EXERCISE BRIEF:
Look through the records below for the line with "shoulder_z = 26.9". Return that line and each one after it up to and including the line with "nose_radius = 0.79", exactly.

------

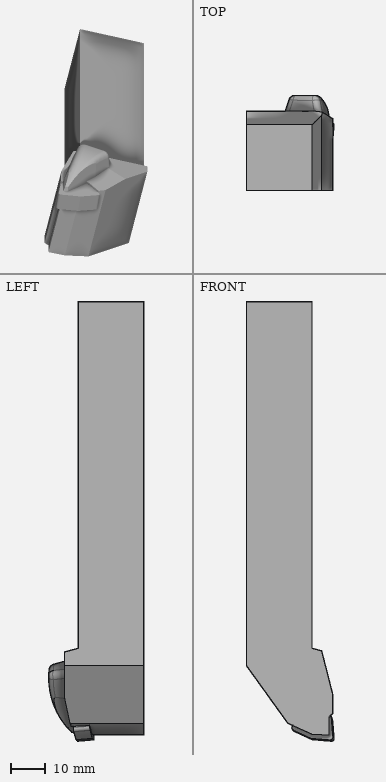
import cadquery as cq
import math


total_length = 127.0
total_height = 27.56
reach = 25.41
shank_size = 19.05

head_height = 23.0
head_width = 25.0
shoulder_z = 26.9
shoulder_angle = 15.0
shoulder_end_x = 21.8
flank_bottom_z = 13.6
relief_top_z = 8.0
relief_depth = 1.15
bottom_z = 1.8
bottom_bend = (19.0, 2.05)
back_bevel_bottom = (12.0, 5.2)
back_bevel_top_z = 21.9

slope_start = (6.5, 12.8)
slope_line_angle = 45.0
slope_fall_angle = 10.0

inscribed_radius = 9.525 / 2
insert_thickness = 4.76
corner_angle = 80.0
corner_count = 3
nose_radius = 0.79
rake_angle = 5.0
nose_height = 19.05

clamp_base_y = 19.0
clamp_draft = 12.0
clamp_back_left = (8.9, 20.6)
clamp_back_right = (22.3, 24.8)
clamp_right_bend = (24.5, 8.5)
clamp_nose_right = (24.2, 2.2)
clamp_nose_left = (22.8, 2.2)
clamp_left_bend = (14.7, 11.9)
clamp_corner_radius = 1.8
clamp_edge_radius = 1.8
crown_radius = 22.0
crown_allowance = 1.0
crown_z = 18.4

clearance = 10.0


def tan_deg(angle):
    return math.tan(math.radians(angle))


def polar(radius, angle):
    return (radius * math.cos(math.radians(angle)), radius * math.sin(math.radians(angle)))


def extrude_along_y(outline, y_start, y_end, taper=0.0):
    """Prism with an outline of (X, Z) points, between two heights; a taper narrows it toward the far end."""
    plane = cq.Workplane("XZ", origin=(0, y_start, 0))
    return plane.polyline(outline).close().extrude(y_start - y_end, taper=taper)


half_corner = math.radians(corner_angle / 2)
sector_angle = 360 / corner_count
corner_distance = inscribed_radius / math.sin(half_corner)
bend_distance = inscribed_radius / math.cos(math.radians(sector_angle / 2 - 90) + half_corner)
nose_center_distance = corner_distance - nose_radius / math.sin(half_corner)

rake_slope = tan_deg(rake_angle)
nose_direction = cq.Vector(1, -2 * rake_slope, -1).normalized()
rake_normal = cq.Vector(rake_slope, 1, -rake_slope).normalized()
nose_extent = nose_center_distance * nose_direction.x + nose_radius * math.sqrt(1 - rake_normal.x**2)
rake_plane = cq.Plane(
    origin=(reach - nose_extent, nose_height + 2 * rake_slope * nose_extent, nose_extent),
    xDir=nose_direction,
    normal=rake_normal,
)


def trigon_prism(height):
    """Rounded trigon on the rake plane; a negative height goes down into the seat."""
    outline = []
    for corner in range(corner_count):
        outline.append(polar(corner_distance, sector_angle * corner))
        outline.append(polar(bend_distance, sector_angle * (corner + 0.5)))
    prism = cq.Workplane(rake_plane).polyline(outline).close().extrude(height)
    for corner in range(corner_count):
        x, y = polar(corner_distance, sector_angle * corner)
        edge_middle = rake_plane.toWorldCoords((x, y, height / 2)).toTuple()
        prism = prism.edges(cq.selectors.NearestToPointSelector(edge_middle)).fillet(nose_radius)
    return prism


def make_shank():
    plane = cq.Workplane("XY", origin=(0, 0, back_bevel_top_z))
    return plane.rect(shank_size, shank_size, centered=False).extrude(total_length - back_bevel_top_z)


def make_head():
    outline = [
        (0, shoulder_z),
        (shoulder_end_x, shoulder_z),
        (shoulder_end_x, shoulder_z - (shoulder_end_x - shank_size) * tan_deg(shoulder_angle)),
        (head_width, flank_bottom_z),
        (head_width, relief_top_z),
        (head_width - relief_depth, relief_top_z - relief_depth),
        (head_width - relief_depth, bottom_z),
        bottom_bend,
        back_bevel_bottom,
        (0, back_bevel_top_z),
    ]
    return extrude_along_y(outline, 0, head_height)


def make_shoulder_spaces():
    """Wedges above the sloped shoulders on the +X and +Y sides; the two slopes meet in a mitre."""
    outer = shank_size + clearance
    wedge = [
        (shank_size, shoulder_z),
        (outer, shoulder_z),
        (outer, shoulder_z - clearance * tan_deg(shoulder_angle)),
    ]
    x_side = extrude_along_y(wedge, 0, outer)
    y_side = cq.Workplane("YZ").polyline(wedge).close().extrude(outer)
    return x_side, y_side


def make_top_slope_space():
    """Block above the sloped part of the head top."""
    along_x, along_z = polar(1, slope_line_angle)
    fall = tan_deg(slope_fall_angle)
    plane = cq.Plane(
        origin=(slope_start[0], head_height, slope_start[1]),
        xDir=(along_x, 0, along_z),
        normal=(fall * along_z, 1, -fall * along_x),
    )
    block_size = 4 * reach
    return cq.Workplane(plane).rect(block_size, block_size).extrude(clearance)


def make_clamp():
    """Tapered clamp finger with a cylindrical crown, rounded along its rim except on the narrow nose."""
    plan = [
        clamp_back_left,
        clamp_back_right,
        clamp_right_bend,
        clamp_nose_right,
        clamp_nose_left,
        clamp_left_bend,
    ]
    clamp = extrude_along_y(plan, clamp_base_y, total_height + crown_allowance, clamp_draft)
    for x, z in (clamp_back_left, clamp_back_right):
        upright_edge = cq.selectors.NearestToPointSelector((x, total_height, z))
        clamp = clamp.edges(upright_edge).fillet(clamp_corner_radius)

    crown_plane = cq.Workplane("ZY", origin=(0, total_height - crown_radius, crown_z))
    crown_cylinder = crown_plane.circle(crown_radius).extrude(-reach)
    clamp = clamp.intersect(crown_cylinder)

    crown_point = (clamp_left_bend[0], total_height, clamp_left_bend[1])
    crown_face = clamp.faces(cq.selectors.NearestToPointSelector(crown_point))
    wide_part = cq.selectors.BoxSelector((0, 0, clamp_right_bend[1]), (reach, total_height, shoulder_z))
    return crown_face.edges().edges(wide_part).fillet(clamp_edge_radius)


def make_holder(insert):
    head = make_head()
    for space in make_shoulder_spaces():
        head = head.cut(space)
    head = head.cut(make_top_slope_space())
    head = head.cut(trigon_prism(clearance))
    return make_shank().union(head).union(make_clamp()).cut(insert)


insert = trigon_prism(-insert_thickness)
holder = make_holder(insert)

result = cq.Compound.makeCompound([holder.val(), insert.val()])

------

TASK RESPONSE:
shoulder_z = 26.9
shoulder_angle = 15.0
shoulder_end_x = 21.8
flank_bottom_z = 13.6
relief_top_z = 8.0
relief_depth = 1.15
bottom_z = 1.8
bottom_bend = (19.0, 2.05)
back_bevel_bottom = (12.0, 5.2)
back_bevel_top_z = 21.9

slope_start = (6.5, 12.8)
slope_line_angle = 45.0
slope_fall_angle = 10.0

inscribed_radius = 9.525 / 2
insert_thickness = 4.76
corner_angle = 80.0
corner_count = 3
nose_radius = 0.79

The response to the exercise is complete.